▸ What the task asks
Scan the records for "Introduction". Report each line that includes it.

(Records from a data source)
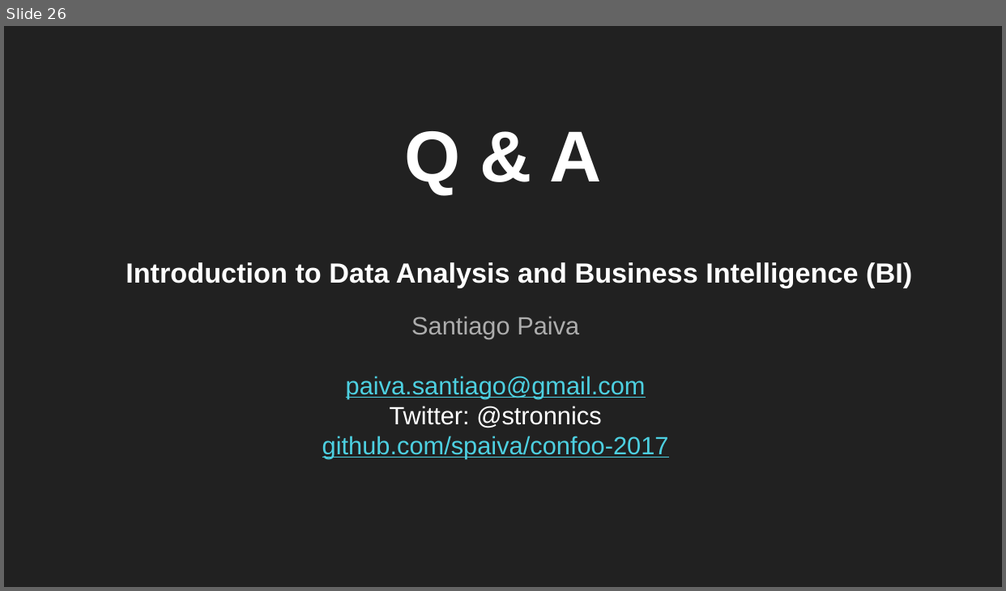
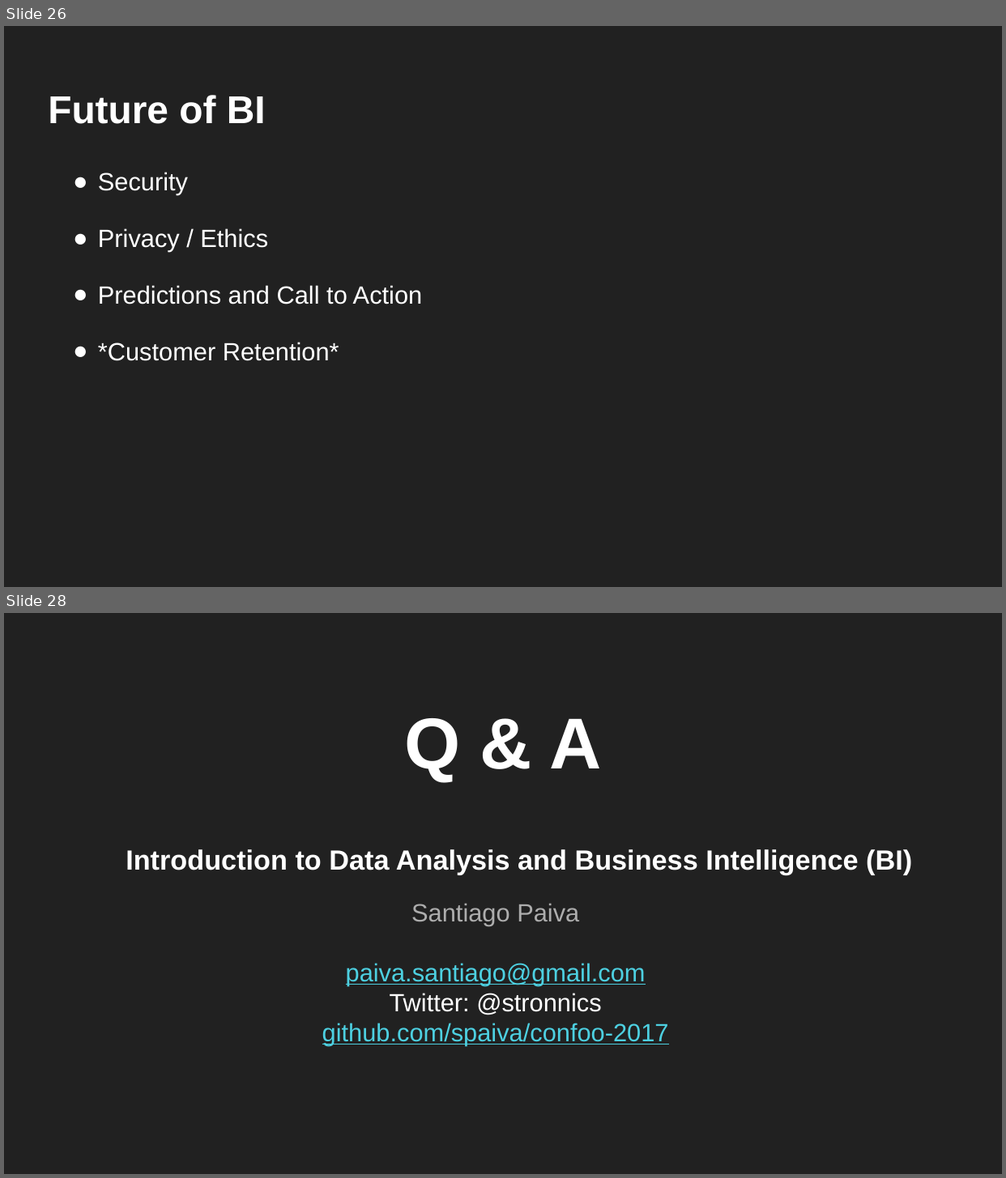
Before and after one commit to paiva/confoo-2017, a slide deck: Introduction to Data Analysis and Business Intelligence.pptx. Shown one above the other, each under a label of ours: slide 26 before the commit, slides 26 and 28 after it; the slides between them are not shown. The pictures are 1006x591 and 1006x1178 pixels, drawn with LibreOffice and Linux fonts; fonts in the diff are those of the drawing. Boxes give left, top, right and bottom in pixels: in the first picture for what was removed or moved away, otherwise in the second. Text is boxed around its words. In the diff, an @@ line names an element or a change of style, - is before the commit and + after.

```diff
--- a/Introduction to Data Analysis and Business Intelligence.pptx
+++ b/Introduction to Data Analysis and Business Intelligence.pptx
@@ slide 26 added at box(4, 26, 1002, 587), background #212121 @@
@@ title added at box(48, 95, 266, 124), 28 pt, text #FFFFFF, bold @@
+Future of BI
@@ text added at box(98, 172, 423, 361), 18 pt, text #FFFFFF @@
+● Security
+● Privacy / Ethics
+● Predictions and Call to Action
+● *Customer Retention*
@@ what was slide 26 is now slide 28 @@
```
Also in this commit, not shown: 2 slides changed, 1 other slide added, 1 other file.

▸ Output below
Before and after one commit to paiva/confoo-2017, a slide deck: Introduction to Data Analysis and Business Intelligence.pptx. Shown one above the other, each under a label of ours: slide 26 before the commit, slides 26 and 28 after it; the slides between them are not shown. The pictures are 1006x591 and 1006x1178 pixels, drawn with LibreOffice and Linux fonts; fonts in the diff are those of the drawing. Boxes give left, top, right and bottom in pixels: in the first picture for what was removed or moved away, otherwise in the second. Text is boxed around its words. In the diff, an @@ line names an element or a change of style, - is before the commit and + after.
--- a/Introduction to Data Analysis and Business Intelligence.pptx
+++ b/Introduction to Data Analysis and Business Intelligence.pptx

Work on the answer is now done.